Idul Fitri 1439 H
Terpaksa Batalkan Puasa Syawal Saat SIlaturahmi? Ini Hukumnya
Puasa syawal merupakan puasa sunah yang dikerjakan selama enam hari di bulan Syawal.
Penulis: Hanin Fitria | Editor: Gaya Lufityanti
TRIBUNJOGJA.COM - Setelah merayakan Idulfitri umat muslim disunahkan untuk melaksanakan puasa syawal.
Puasa syawal merupakan puasa sunah yang dikerjakan selama enam hari di bulan Syawal.
Idealnya puasa sunah Syawal enam hari itu dilakukan persis setelah Idulfitri, yakni pada 2-7 Syawal.
Selain menjalankan ibadah sunah tersebut, umat muslim juga diperintahkan untuk saling bersilaturahmi.
Silaturahmi bisa dilakukan dengan mengunjungi rumah saudara, tetangga, relasi kerja dan orang-orang sepergaulannya.

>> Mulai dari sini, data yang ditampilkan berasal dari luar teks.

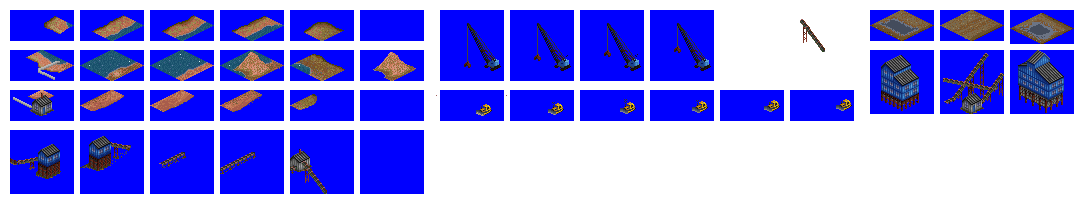
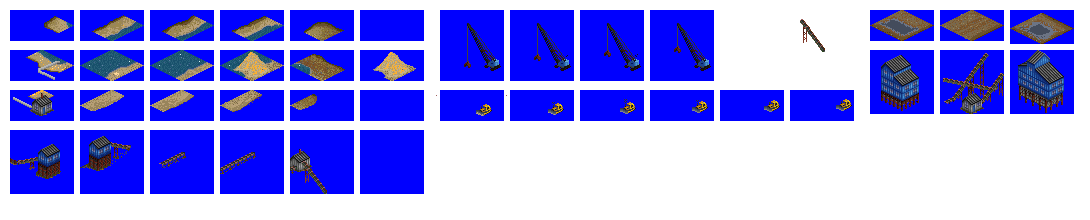
The second 1090px x 220px image is a revision of the first. Changes to its layers:
hid "clay_pit" over (26, 16, 416, 112)
painted on "quarry" over (30, 16, 416, 112)
added layer "quarry.old" (1st of 2) above "blue_bg" over (26, 16, 416, 112)
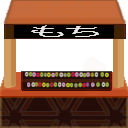
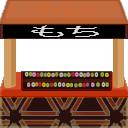
Two versions of the same layered image (128x128). Layer-by-layer changes:
painted on "collider" over left=3, top=25, right=125, bottom=38
painted on "Layer 14" over left=0, top=24, right=128, bottom=39
painted on "pattern" over left=83, top=57, right=106, bottom=96
painted on "top" over left=0, top=0, right=128, bottom=25

Saat menjalani dua ibadah tersebut, terkadang umat muslim memiliki kendala tersendiri.
Misal saat bertamu ke rumah tetangga, justru ditawari makanan dan minuman oleh tuan rumah.
Lalu sebaiknya bagaimana sikap ideal yang terbaik untuk diambil, tetap berpuasa atau membatalkannya?
Dilansir NU Online dalam kondisi seperti ini dapat mencontoh sikap yang diteladankan oleh Nabi Muhammad SAW, yaitu ketika ada sebagian sahabat yang bersikukuh puasa sunnah di tengah jamuan makanan ia bersabda:
يَتَكَلَّفُ لَكَ أَخُوكَ الْمُسْلِمُ وَتَقُولُ إنِّي صَائِمٌ، أَفْطِرْ ثُمَّ اقْضِ يَوْمًا مَكَانَهُ. (الدَّارَقُطْنِيُّ وَالْبَيْهَقِيُّ
Artinya, “Saudara Muslimmu sudah repot-repot (menyediakan makanan) dan kamu berkata, ‘Saya sedang berpuasa?’ Batalkanlah puasamu dan qadha’lah pada hari lain sebagai gantinya,” (HR Ad-Daruquthni dan Al-Baihaqi).
Kemudian dari sinilah para ulama merumuskan, ketika tuan rumah keberatan atas puasa sunah tamunya, maka hukum membatalkan puasa sunah baginya untuk menyenangkan hati (idkhalus surur) tuan rumah adalah sunnah karena perintah Nabi SAW dalam hadits tersebut.
Bahkan dalam kondisi seperti ini dikatakan, pahala membatalkan puasa lebih utama daripada pahala berpuasa.
Dalam konteks ini Ibnu ‘Abbas RA mengatakan:
مِنْ أَفْضَلِ الْحَسَنَاتِ إِكْرَامُ الْجُلَسَاءِ بِالْإِفْطَارِ
Artinya, “Di antara kebaikan yang paling utama adalah memuliakan teman semajelis dengan membatalkan puasa (sunah),” (Lihat Al-Ghazali, Ihya ‘Ulumiddin). (*)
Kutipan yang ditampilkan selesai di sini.